Drawing from his own interaction with his then-college-student son, Thomas Turino, a professor of Musicology and Anthropology at the University of Illinois, came to believe that the format in which the discipline of ethno-musicology is taught nowadays, namely large lecture classes, may not be the most effective way to foster “critical synthetic thinking” (p. xv). He therefore embarked on this work, hoping to provide general readers, scholars, and students alike with a series of analytic concepts and theories.

While some of these tools are drawn from other scholars’ work in ethnomusicology, anthropology, sociology, and semiotics, many are original to the author and introduced here for the first time. Turino illustrates the use—and usefulness—of these concepts in various historical and real-life settings. Using his own fieldwork among the Aymara community in Peru and the Shona villages in Zimbabwe, he elucidates the different artistic functions, values, objectives, and people involved in specific instances of the music-making process. For historical perspective, he offers examples from Nazi Germany and the American Civil Rights movement to demonstrate music’s power to influence people’s view of reality, sometimes modifying it in order to serve a political agenda.

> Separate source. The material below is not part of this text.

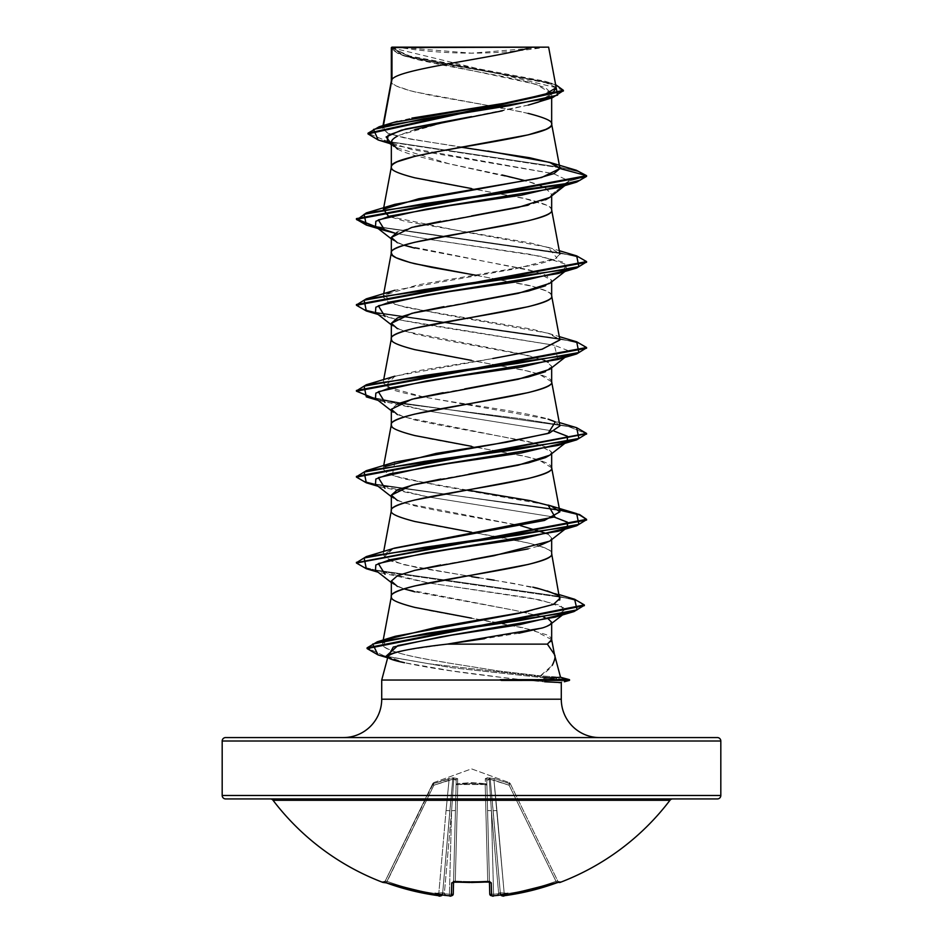 <?xml version="1.0" encoding="UTF-8"?>
<svg xmlns="http://www.w3.org/2000/svg" width="943" height="943" viewBox="0 0 943 943"><rect width="100%" height="100%" fill="white"/><g stroke="black" fill="none" stroke-linecap="round" stroke-linejoin="round"><path stroke-width="0.71" stroke-dasharray="4.71 3.54" d="M491.586 894.27L493.59 894.223L493.743 895.767L493.59 894.223A247.42 246.477 0 0 0 498.658 893.716L498.658 893.716A247.42 246.477 0 0 1 493.59 894.223L493.743 895.791L493.59 894.223L489.759 894.023A1.721 1.709 178.5 0 0 491.621 895.685L493.743 895.767A249.141 248.198 180 0 0 498.776 895.272L497.727 895.06L499.79 892.715L500.415 893.917A1.721 1.721 175 0 1 500.379 893.716L500.427 894.223A1.721 1.721 -5 0 0 500.639 894.907A1.721 1.721 175 0 1 500.427 894.223L504.246 894.023L504.481 895.685L504.246 894.023A247.219 247.137 -0 0 0 555.993 881.316L556.582 882.896L555.993 881.316L557.773 881.057A1.721 1.721 -26 0 0 559.293 882.023A1.721 1.721 154 0 1 557.773 881.057L555.993 881.316L556.582 882.896L555.993 881.316A247.219 247.137 0 0 1 504.246 894.023L504.481 895.685L504.246 894.023L500.427 894.223A1.721 1.721 175 0 0 502.36 895.767A1.721 1.721 -5 0 1 500.427 894.223L493.118 810.756L496.937 810.52L493.967 780.203L490.266 779.342L493.118 810.756L496.937 810.52L504.246 894.023L500.427 894.223L504.246 894.023L496.937 810.52L493.118 810.756L500.379 893.716A1.721 1.721 175 0 0 500.415 893.917A1.721 1.721 -5 0 1 500.379 893.716L502.36 895.767L504.481 895.685A248.94 248.858 180 0 0 556.582 882.884L559.93 881.905A1.721 1.721 -26 0 1 557.773 881.057L510.682 784.517L509.126 785.224L555.993 881.316L557.773 881.057L555.993 881.316L509.126 785.224L555.993 881.316A247.219 247.137 180 0 1 504.246 894.023L493.967 780.203L509.126 785.224L493.967 780.203L504.246 894.023A247.219 247.137 180 0 0 555.993 881.316L509.126 785.224L510.682 784.517L510.163 783.444L557.997 881.54A1.721 1.721 0 0 0 558.598 882.212A1.721 1.721 0 0 1 557.997 881.54L557.773 881.057A1.721 1.721 154 0 0 559.93 881.905L530.874 890.687L504.481 895.685L502.313 895.272A181.928 86.143 36.7 0 0 507.912 893.316A181.928 95.667 -33.8 0 1 498.776 895.272A249.141 248.198 0 0 1 493.743 895.767L491.621 895.685L491.279 882.884L487.826 881.905A248.304 223.173 0 0 1 471.5 882.389L471.5 881.54A246.583 221.629 0 0 1 455.292 881.057L455.174 881.905A248.304 223.173 180 0 0 471.5 882.389A248.304 223.173 0 0 1 455.174 881.905L451.721 882.884L451.414 894.27L449.41 894.223A247.42 246.477 180 0 1 444.342 893.716L451.603 810.756L449.41 894.223L451.603 810.756L444.342 893.716A247.42 246.477 180 0 0 449.41 894.223L453.241 894.023L456.094 785.224A1.721 0.754 -178.5 0 1 457.815 784.517L457.614 783.657L457.815 784.517L471.5 783.444L485.185 784.517L487.708 881.057A246.583 221.629 180 0 1 455.292 881.057L457.815 784.517L455.292 881.057A246.583 221.629 180 0 0 471.5 881.54A246.583 221.629 180 0 0 487.708 881.057L485.185 784.517L471.5 783.444L457.815 784.517L455.292 881.057L453.583 881.316L455.292 881.057L457.815 784.517A1.721 0.754 -178.5 0 0 457.673 784.517A1.721 0.754 -178.5 0 0 456.094 785.224L453.583 881.316A1.721 1.627 1.5 0 1 451.721 882.884L455.186 882.023L455.292 881.057L453.583 881.316L453.241 894.023L455.434 810.52L451.603 810.756L444.342 893.716L443.21 892.715L442.621 893.716A1.721 1.721 5 0 1 442.585 893.917L452.734 779.342L453.748 779.342L451.603 810.756L453.748 779.342L452.734 779.342L442.621 893.716L443.21 892.715L444.342 893.716L451.603 810.756L449.41 894.223L451.603 810.756L455.434 810.52L456.223 780.203L455.622 779.342L453.748 779.342L451.603 810.756L455.434 810.52L453.241 894.023L449.41 894.223L449.257 895.791A249.141 248.198 -0 0 1 444.224 895.272A181.928 95.667 33.8 0 1 435.088 893.316A181.928 86.143 -36.7 0 0 440.687 895.272L438.519 895.685L412.126 890.687L386.418 882.884A248.94 248.858 180 0 0 438.519 895.685L440.64 895.767L442.585 893.917A1.721 1.721 -175 0 0 442.621 893.716L449.882 810.756L446.063 810.52L438.754 894.023A247.219 247.137 180 0 1 387.007 881.316L433.874 785.224L433.32 783.657L432.33 784.517L433.874 785.224L449.033 780.203L446.063 810.52L449.033 780.203L433.874 785.224L387.007 881.316A247.219 247.137 180 0 0 438.754 894.023L446.063 810.52L438.754 894.023L442.573 894.223L438.754 894.023L446.063 810.52L449.882 810.756L452.734 779.342L449.033 780.203L446.063 810.52L449.882 810.756L442.573 894.223A1.721 1.721 5 0 1 440.64 895.767A1.721 1.721 -175 0 0 442.573 894.223L438.754 894.023L438.519 895.685L438.754 894.023A247.219 247.137 0 0 1 387.007 881.316L433.874 785.224L432.33 784.517L433.32 783.657L385.227 881.057L432.837 783.444L385.227 881.057L387.007 881.316L385.227 881.057L432.318 784.517L433.874 785.224L386.418 882.896L387.007 881.316L385.227 881.057A1.721 1.721 26 0 1 383.07 881.905A1.721 1.721 -154 0 0 385.227 881.057L385.227 881.057A1.721 1.721 -154 0 1 383.707 882.023A1.721 1.721 26 0 0 385.227 881.057L387.007 881.316L386.418 882.896L387.007 881.316A247.219 247.137 -0 0 0 438.754 894.023L438.519 895.685L438.754 894.023L442.573 894.223A1.721 1.721 -175 0 1 442.361 894.907A1.721 1.721 5 0 0 442.573 894.223L442.621 893.716A1.721 1.721 -175 0 1 442.585 893.917L441.913 895.06L442.585 893.917A1.721 1.721 5 0 0 442.621 893.716L441.913 895.06L440.687 895.272A181.928 86.143 -36.7 0 1 435.088 893.316L443.21 892.715L442.585 893.917L443.21 892.715L435.088 893.316L443.21 892.715L445.273 895.06L444.224 895.272A249.141 248.198 180 0 0 449.257 895.767L451.379 895.685L449.257 895.767L449.41 894.223A247.42 246.477 -0 0 1 444.342 893.716L443.21 892.715L435.088 893.316A181.928 95.667 33.8 0 0 444.224 895.272L445.273 895.06L444.224 895.272L445.273 895.06L444.342 893.716A247.42 246.477 0 0 0 449.41 894.223L449.257 895.791L449.41 894.223L453.241 894.023A1.721 1.709 1.5 0 1 451.379 895.685L451.721 882.884A1.721 1.627 -178.5 0 0 453.583 881.316L455.292 881.057A246.583 221.629 0 0 0 487.708 881.057L485.185 784.517A1.721 0.754 178.5 0 1 486.906 785.224L485.386 783.657L485.327 784.517L486.906 785.224L489.759 894.023L486.777 780.203L489.759 894.023L493.59 894.223A247.42 246.477 180 0 0 498.658 893.716L491.397 810.756L493.59 894.223L491.397 810.756L498.658 893.716A247.42 246.477 180 0 1 493.59 894.223L491.397 810.756L489.252 779.342L490.266 779.342L500.379 893.716A1.721 1.721 -5 0 0 500.415 893.917L493.118 810.756L500.427 894.223L493.118 810.756L500.379 893.716L499.79 892.715L498.658 893.716L491.397 810.756L498.658 893.716L499.79 892.715L500.379 893.716L490.266 779.342L489.252 779.342L491.397 810.756L487.566 810.52L489.759 894.023L487.566 810.52L491.397 810.756L489.252 779.342L487.378 779.342L486.777 780.203L487.566 810.52L491.397 810.756L493.59 894.223L491.586 894.27L491.562 893.54M509.196 782.584L509.68 783.657L494.474 778.623L487.531 777.751L485.35 778.623L485.386 783.657L471.488 782.584L457.614 783.657L457.65 778.623L453.064 777.751L433.32 783.657L433.804 782.584L471.5 768.863L509.196 782.584L471.5 768.863L433.804 782.584L433.32 783.657L453.076 777.751L457.65 778.623L457.614 783.657L471.512 782.584L485.386 783.657L485.35 778.623L487.543 777.751L494.474 778.623L509.68 783.657L509.196 782.584L509.68 783.657A1.721 1.697 154 0 1 510.682 784.517L509.126 785.224L509.196 782.584L510.163 783.444M669.943 800.301L273.057 800.301L669.943 800.301A249.317 249.317 0 0 1 560.166 882.389M672.701 798.933L225.636 798.933L672.701 798.933M485.963 47.15L545.655 47.15A460.278 460.278 0 0 1 397.345 47.15L471.5 53.162L545.655 47.15L398.406 47.15M554.555 654.937L554.437 654.454C556.358 661.585 551.655 668.717 540.327 675.848L558.397 677.215L567.356 679.667L428.935 663.766L384.096 655.821L367.086 647.865L384.096 655.821L428.924 663.766L567.356 679.667L569.501 679.667L560.519 677.263L540.327 675.848L552.256 665.31M561.285 699.211L381.715 699.211L561.285 699.211M343.358 737.567L599.642 737.567L343.358 737.567M447.241 644.128L406.339 650.057M558.268 677.498L543.946 678.158M544.689 681.777L559.069 682.39M414.779 129.604L398.924 135.32L444.872 122.213M537.699 102.374L551.667 93.581L536.013 84.257L405.29 56.297L391.333 47.598L397.604 53.35L415.085 59.091L441.1 64.843L502.313 76.336L528.245 82.076L545.584 87.829L551.667 93.581L551.667 97.942L551.667 93.581L545.573 99.345L538.547 102.092M528.221 105.097L502.254 110.85M549.745 197.441L551.667 194.458L545.019 187.681L528.151 181.469C536.308 183.873 542.107 186.03 545.537 187.952L551.667 194.458L551.667 195.944L551.667 194.458L549.875 197.346M545.537 199.833L528.151 205.197M471.5 215.935L440.829 221.299M414.802 226.674L397.427 232.049M414.79 248.15L528.198 269.639L545.573 275.002L551.667 280.366L551.667 281.863L551.667 280.366L545.573 285.741M467.622 302.514L443.953 306.652M397.439 328.694L414.826 334.07L440.864 339.445L528.198 355.546L545.561 360.921L551.667 366.285L551.667 367.782L551.667 366.285L545.549 371.66M464.746 388.917L443.198 392.701M397.451 403.875L391.333 409.25L392.382 411.466M397.439 414.625L414.814 419.989L440.805 425.352L528.163 441.465L545.561 446.841L551.667 452.204L551.667 453.701L551.667 452.204L549.887 455.092M468.824 474.14L440.841 479.056M549.757 541.117L551.667 538.123L547.907 533.915L551.667 538.123L551.667 539.62L551.667 538.123L549.922 540.987M538.205 546.162L528.186 548.861M471.453 559.612L440.782 564.975M528.186 113.384L502.171 108.009M500.721 107.738L523.023 112.182L540.928 116.956L546.834 119.348L550.441 121.73L551.667 123.898M489.264 105.687L414.814 91.895C397.722 87.499 389.895 83.915 391.333 81.157L392.559 83.55L396.166 85.931L410.087 90.705L431.423 95.479L489.24 105.687M397.439 149.053C400.869 150.974 406.669 153.131 414.814 155.536L440.841 162.031L502.159 174.985M551.667 210.041C553.105 207.283 545.278 203.7 528.186 199.291L471.5 188.553M397.427 242.775L403.993 245.204L393.243 240.406L391.333 237.412M551.667 295.949C553.105 293.202 545.278 289.619 528.186 285.21L471.5 274.472M551.667 381.868L539.007 374.076L528.186 371.129L471.5 360.391M551.667 467.787L539.007 459.995L528.186 457.049L471.5 446.31M397.427 500.533L414.79 505.896L440.794 511.271L520.571 525.652L404.005 502.961L393.243 498.152L391.333 495.169M391.38 510.316L391.333 510.752C386.371 525.074 556.629 539.384 551.667 553.706C553.105 550.948 545.278 547.376 528.186 542.968L471.5 532.229M397.427 586.452L403.993 588.868L393.243 584.071L391.333 581.088L397.416 575.725L414.731 570.362M414.79 591.815L513.24 610.05L543.522 617.028L515.904 610.592L404.005 588.88M544.936 617.524L548.39 618.973L544.936 617.524M551.667 639.625L533.608 630.266L502.171 623.512L471.5 618.148M222.183 741.009L720.817 741.009L222.183 741.009M720.817 795.479L222.183 795.479L720.817 795.479M487.79 151.033L410.511 139.151L387.738 133.211L383.117 127.27L383.447 125.49L383.117 127.27L387.455 124.617M392.63 122.731L393.243 122.543M397.38 121.376L411.891 118.099M556.193 87.699L391.428 47.692L546.48 47.15M518.886 633.213L484.49 638.67M547.364 644.128L550.936 641.476M528.929 104.909L471.5 116.626M391.333 143.749L396.72 145.705L553.671 173.724L569.112 181.056L586.57 176.388L579.096 171.838L560.083 167.288L378.167 139.988M563.336 90.658L543.899 81.876L402.932 55.531L391.333 48.765L398.748 54.046L417.384 59.326L537.758 80.461L556.653 85.742L563.372 91.023M378.214 140L560.095 167.288L579.096 171.838L586.57 176.388L569.112 181.056L565.517 184.793M576.326 170.259L388.504 141.874L368.006 133.199L388.516 141.874L576.373 170.27M555.616 84.622L410.924 57.075L391.31 47.633L409.486 56.71L551.16 83.125L555.616 84.622M461.61 147.285L404.37 137.89L387.691 133.199L382.469 128.496L383.117 127.27L393.384 122.507M504.411 103.282L513.876 101.667M551.349 92.52L554.012 91.07M556.229 87.958L544.653 81.145L409.875 56.061L391.31 47.633M391.333 167.076L392.559 169.469L396.166 171.85L410.087 176.624L431.423 181.398L523.023 198.101L546.834 205.268L550.441 207.649L551.667 209.817M475.991 275.238L532.913 286.413L546.834 291.187L550.441 293.568L551.667 295.737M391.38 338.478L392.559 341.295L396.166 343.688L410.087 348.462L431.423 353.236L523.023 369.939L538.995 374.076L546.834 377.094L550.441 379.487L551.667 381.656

After a brief introduction discussing the ins and outs of semiotics according to Charles Sanders Peirce, Turino introduces a new taxonomic approach to music by distinguishing four distinct fields of music making: participatory, presentational, high fidelity, and studio audio art. What is remarkable (and serves the purpose of the book) is that the divide does not take place along the traditional lines of geographical areas (West African, Eastern European, Latin), genre or style classification (classical, jazz, pop, [End Page 101] rock, blues, folk, country), or era (e.g., music of the 1960s or 1970s). Instead, music is divided into “fields,” each of which is “differentiated by its own frame of interpretation, values, responsibilities, practices, sound features, and distinct conceptions of what music is” (p. 21).

The first two fields, participatory and presentational music making, are both performance-based. In participatory music, the social interaction among participants is of primary importance. The focus is mainly on the activity of doing the music—the act itself—rather than the resulting audio output; the latter matters only to the extent to which it may influence how performers/participants feel and experience the activity they are engaged in. The second field in Turino’s taxonomy is presentational music making, in which a clear line separates artists and audience members, with the “greatness” of a performance measured solely through the quality of the music produced.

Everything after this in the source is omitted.